Segment Start: PROVIDED MATERIAL

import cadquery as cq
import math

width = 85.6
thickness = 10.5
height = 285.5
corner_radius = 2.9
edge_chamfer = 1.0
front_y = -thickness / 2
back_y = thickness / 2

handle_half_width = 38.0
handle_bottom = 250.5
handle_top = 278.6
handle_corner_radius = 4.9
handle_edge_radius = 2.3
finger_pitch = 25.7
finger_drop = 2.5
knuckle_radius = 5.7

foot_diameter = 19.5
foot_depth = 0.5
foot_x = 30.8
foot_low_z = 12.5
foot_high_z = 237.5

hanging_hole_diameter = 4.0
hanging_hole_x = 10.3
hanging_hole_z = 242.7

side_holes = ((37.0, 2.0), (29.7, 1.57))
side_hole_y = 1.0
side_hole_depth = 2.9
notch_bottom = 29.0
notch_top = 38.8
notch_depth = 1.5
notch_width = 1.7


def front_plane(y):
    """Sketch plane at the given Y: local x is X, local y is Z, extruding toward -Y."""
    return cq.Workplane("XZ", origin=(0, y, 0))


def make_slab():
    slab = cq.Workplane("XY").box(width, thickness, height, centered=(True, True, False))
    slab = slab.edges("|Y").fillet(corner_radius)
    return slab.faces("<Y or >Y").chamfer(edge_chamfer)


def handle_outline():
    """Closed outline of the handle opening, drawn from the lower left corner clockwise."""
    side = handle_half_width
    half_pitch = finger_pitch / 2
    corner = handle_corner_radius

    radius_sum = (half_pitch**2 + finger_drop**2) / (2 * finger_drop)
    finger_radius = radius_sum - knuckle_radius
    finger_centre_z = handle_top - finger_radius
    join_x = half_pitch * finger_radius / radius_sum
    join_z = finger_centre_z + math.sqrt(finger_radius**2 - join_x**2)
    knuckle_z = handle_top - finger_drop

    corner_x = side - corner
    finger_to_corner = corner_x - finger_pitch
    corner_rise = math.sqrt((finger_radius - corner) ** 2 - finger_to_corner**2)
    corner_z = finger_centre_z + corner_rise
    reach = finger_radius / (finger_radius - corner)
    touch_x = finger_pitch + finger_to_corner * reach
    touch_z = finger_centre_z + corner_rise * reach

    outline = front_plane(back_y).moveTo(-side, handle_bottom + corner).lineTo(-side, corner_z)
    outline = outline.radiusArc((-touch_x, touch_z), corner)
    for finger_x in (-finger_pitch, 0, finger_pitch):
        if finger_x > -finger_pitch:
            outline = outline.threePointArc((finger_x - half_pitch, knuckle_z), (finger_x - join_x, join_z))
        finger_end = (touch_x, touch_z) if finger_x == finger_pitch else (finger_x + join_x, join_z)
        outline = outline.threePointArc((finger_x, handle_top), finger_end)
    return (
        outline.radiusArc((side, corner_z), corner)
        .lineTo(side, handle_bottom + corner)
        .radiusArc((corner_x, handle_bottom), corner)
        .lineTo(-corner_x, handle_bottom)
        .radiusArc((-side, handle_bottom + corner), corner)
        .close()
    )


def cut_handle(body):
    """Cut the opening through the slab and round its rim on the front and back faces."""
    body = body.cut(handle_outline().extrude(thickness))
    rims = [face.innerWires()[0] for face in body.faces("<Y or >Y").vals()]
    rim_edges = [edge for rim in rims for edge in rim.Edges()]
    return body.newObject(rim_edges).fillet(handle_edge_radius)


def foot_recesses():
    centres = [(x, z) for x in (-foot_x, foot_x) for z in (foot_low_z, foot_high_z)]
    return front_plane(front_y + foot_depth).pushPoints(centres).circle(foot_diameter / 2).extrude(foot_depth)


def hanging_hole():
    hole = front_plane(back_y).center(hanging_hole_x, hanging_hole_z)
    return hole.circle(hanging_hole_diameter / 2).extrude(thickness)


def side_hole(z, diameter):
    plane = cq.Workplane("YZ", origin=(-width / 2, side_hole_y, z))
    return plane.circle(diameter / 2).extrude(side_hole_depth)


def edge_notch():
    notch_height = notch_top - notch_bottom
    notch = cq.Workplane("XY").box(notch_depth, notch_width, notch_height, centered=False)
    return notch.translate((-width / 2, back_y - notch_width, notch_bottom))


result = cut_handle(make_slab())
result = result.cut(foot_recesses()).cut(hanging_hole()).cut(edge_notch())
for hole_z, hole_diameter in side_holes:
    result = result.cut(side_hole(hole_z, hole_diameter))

Segment End: PROVIDED MATERIAL

◆ WORK REQUEST
Every line holding the word "centered" should be copied out of the records above.

◆ ANSWER SPACE
    slab = cq.Workplane("XY").box(width, thickness, height, centered=(True, True, False))
    notch = cq.Workplane("XY").box(notch_depth, notch_width, notch_height, centered=False)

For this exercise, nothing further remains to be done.